By Nicholas Takahashi.
ReutersPhoto.
Nissan Motor Co withheld its annual profit guidance and said it will shut production plants as the carmaker struggles with the combined headwinds of surging restructuring costs and the fallout of President Donald Trump’s trade war.
The company decided against issuing an operating profit forecast for the fiscal year ending March 2026, it said Tuesday in its earnings report. Profit for the year that ended in March 2025 came in at ¥134-billion ($906-million), just short of estimates for about ¥139-billion.
Nissan said it will reduce its production facilities to 10 factories from 17 by the 2027 fiscal year, and also plans to cut 20 000 jobs.
The ailing Japanese carmaker has struggled to turnaround its business as its aging lineup fails to win over consumers in the US and China. It’s already cutting thousands of jobs, slashing production capacity and replaced most of its top executives — including installing a new chief executive officer — after efforts to combine with Honda Motor Co. fell apart earlier this year, leaving it in urgent need of another lifeline.
The arduous task of trying to revive Nissan falls on the shoulders of CEO Ivan Espinosa, who took the helm at thestart of April. His first earnings in the top job indicate that he’s making more decisive changes than predecessor Makoto Uchida, who was criticized for not being aggressive enough with his plan to cut 9 000 jobs and slash production by 20%.
Nissan said last week that it was abandoning plans to build a battery plant in Fukuoka in order to focus on its own recovery instead.
Even with deepening cuts, Nissan faces an uphill battle in finding a savior with the collapse of tie-up talks with Honda complicating its search.
Hon Hai Precision Industry Co. had emerged as a front-runner, with Chairman Young Liu saying in February his company had approached Nissan and Honda about potential cooperation when the two were involved in talks to combine.

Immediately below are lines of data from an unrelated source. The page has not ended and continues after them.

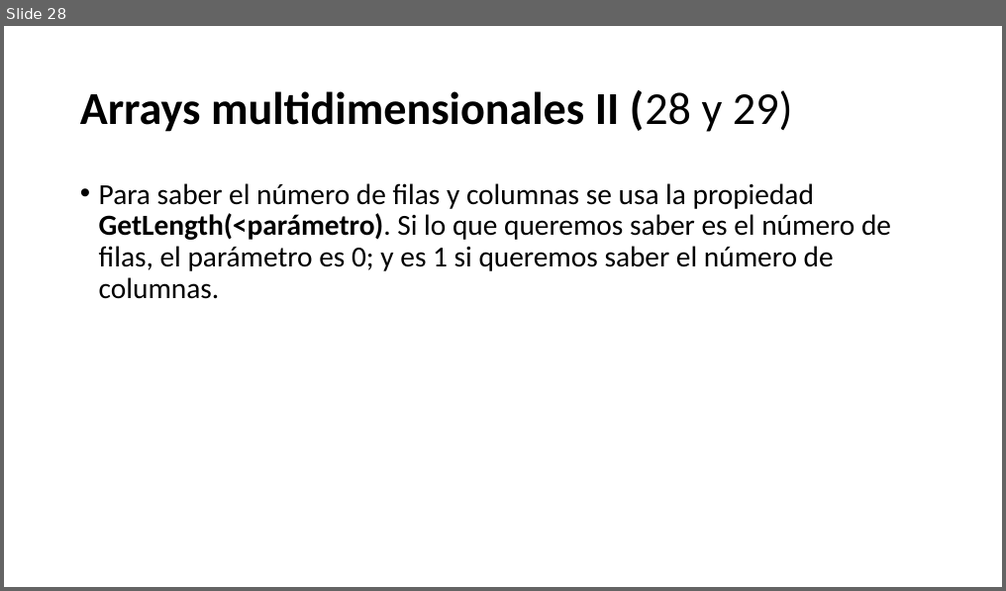
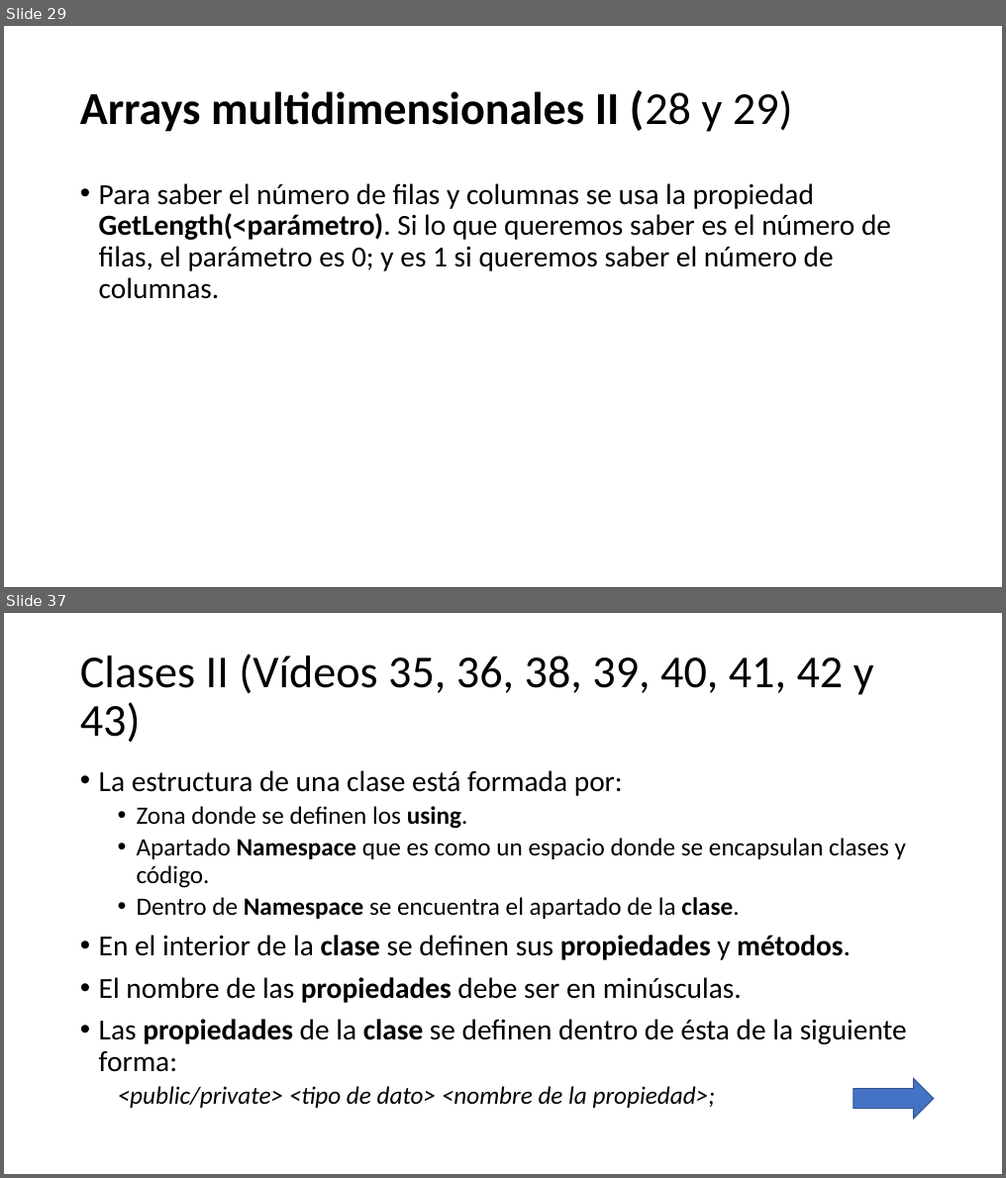
Before and after one commit to Worome/Recetatic, a slide deck: Recetatic/Visual C#.pptx. Shown one above the other, each under a label of ours: slide 28 before the commit, slides 29 and 37 after it; the slides between them are not shown. The pictures are 1006x591 and 1006x1178 pixels, drawn with LibreOffice and Linux fonts; fonts in the diff are those of the drawing. Boxes give left, top, right and bottom in pixels: in the first picture for what was removed or moved away, otherwise in the second. Text is boxed around its words. In the diff, an @@ line names an element or a change of style, - is before the commit and + after.

```diff
--- a/Recetatic/Visual C#.pptx
+++ b/Recetatic/Visual C#.pptx
@@ slide 37 added at <box>4,613,1002,1174</box>, background #FFFFFF @@
@@ title added at <box>80,654,874,742</box>, 44 pt, text #000000 @@
+Clases II (Vídeos 35, 36, 38, 39, 40, 41, 42 y 43)
@@ text added at <box>99,770,907,1108</box>, 28 pt, text #000000 @@
+• La estructura de una clase está formada por:
+  • Zona donde se definen los using.
+  • Apartado Namespace que es como un espacio donde se encapsulan clases y código.
+  • Dentro de Namespace se encuentra el apartado de la clase.
+• En el interior de la clase se definen sus propiedades y métodos.
+• El nombre de las propiedades debe ser en minúsculas.
+• Las propiedades de la clase se definen dentro de ésta de la siguiente forma:
+  <public/private> <tipo de dato> <nombre de la propiedad>;
@@ right arrow added at <box>853,1079,934,1119</box>, fill #4472C4, outline #325491 1 pt @@
@@ what was slide 28 is now slide 29 @@
```
Also in this commit, not shown: 1 slide changed, 16 other slides added.

The Taiwanese iPhone maker known as Foxconn has been clear about its desire to assemble electric vehicles for Japanese automakers and earlier this month signed an agreement with Mitsubishi Motors Corp. to do just that.
Meanwhile, Nissan’s restructuring efforts risk being derailed by US tariffs on imported cars and auto parts. The carmaker said it expects to see a ¥450-billion impact from tariffs.
The uncertainty is already rippling through the global auto sector with some manufacturers like Stellantis NV and Mercedes-Benz Group AG pulling their earnings forecasts and others warning of substantial hits to the bottom line. General Motors Co. slashed its profit outlook due to as much as $5-billion of exposure to auto tariffs, while Ford Motor Co. expects a $1.5-billion hit to results.
Japan’s top carmakers have joined the chorus sounding the alarm over the implications of Trump’s ever-changing trade policies. Toyota Motor Corp. said it estimates a ¥180-billion hit to operating income over just two months and Mazda Motor Co. withheld annual guidance while warning of a ¥10-billion impact just for the month of April.